#### [Action item]
Look through the material below and copy every line containing the word "subtitle".

#### [Extracted records]
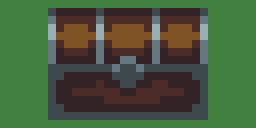
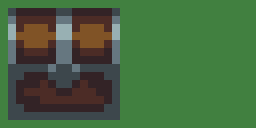
Layered file, before and after one edit (256 x 128). Changes by layer:
added group "Chest 2" with 3 layers above "Chest 1" over bbox(8, 8, 120, 120)
added layer "Layer 6" in group "Chest 2" over bbox(8, 8, 120, 120)
added layer "Layer 5" in group "Chest 2" over bbox(16, 8, 112, 112)
added layer "Layer 4" in group "Chest 2" over bbox(8, 8, 120, 120)
moved "Layer 3" into group "Chest 1" over bbox(48, 8, 208, 120)
moved "Layer 2" into group "Chest 1" over bbox(56, 8, 200, 112)
moved "Layer 1" into group "Chest 1" over bbox(48, 8, 208, 120)
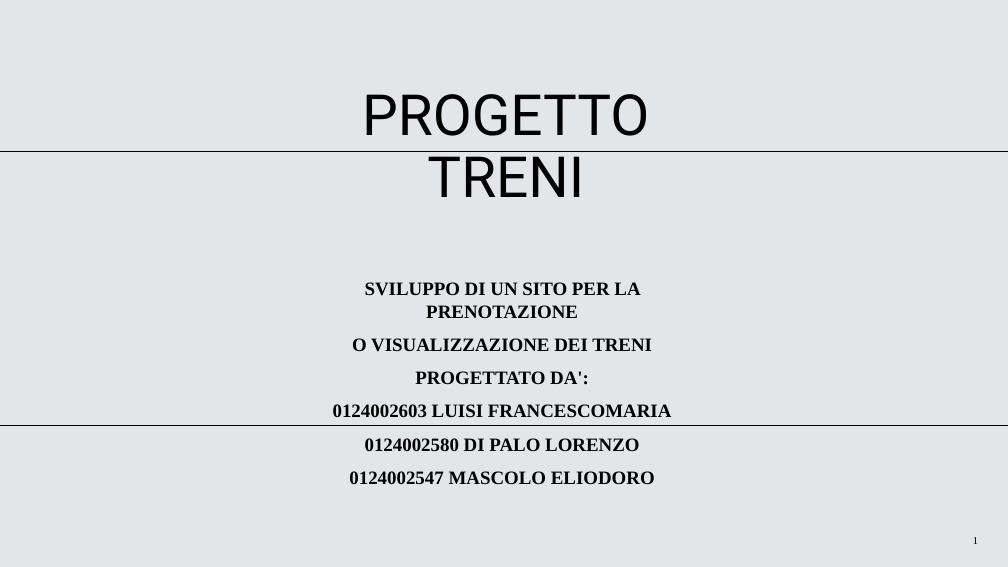
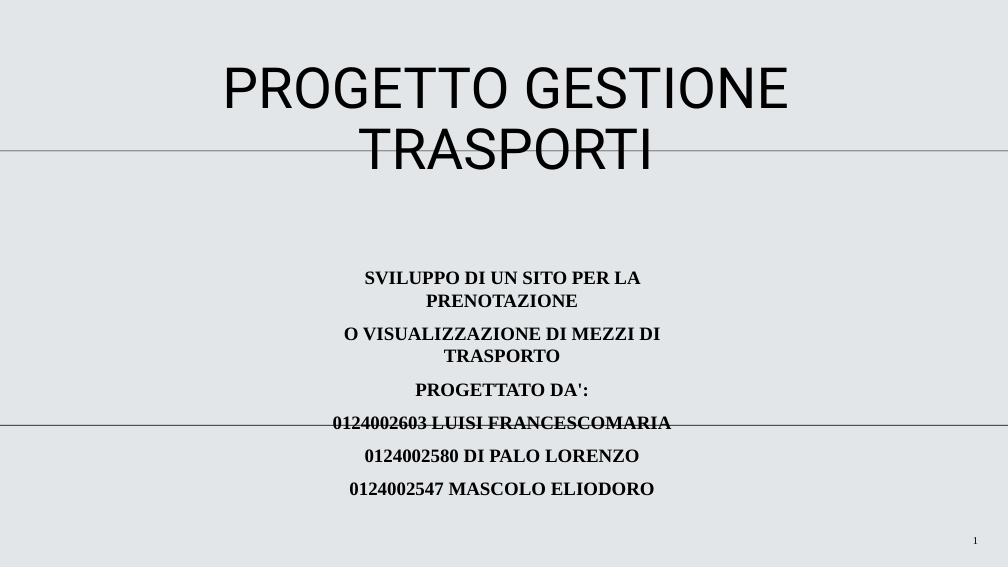
Before and after one commit to Eliodoro01/Progetto, a slide deck: slide 1 of proposal.pptx. Drawn at 1008x567 pixels with LibreOffice and Linux fonts; fonts in the diff are those of the drawing; background and template pictures are left out. Boxes give left, top, right and bottom in pixels: in the first picture for what was removed or moved away, otherwise in the second. Text is boxed around its words. In the diff, an @@ line names an element or a change of style, - is before the commit and + after.

```diff
--- a/proposal.pptx
+++ b/proposal.pptx
@@ title added at (x1=222, y1=67, x2=789, y2=170), 54 pt, text #000000 @@
+PROGETTO GESTIONE
+TRASPORTI
@@ title removed at (x1=362, y1=94, x2=649, y2=197) @@
-PROGETTO TRENI
@@ subtitle at (x1=333, y1=271, x2=672, y2=495): highlight #000000 to none in "SVILUPPO DI UN SITO PER LA PRENOTAZIONE", "PROGETTATO DA':", "0124002603 LUISI FRANCESCOMARIA", "0124002580 DI PALO LORENZO" and 1 more places @@
@@ subtitle at (x1=344, y1=327, x2=660, y2=362): text changed @@
-O VISUALIZZAZIONE DEI TRENI
+O VISUALIZZAZIONE DI MEZZI DI TRASPORTO
```
Also in this commit, not shown: 1 other slide changed, 1 other file.

#### [Result below]
@@ subtitle at (x1=333, y1=271, x2=672, y2=495): highlight #000000 to none in "SVILUPPO DI UN SITO PER LA PRENOTAZIONE", "PROGETTATO DA':", "0124002603 LUISI FRANCESCOMARIA", "0124002580 DI PALO LORENZO" and 1 more places @@
@@ subtitle at (x1=344, y1=327, x2=660, y2=362): text changed @@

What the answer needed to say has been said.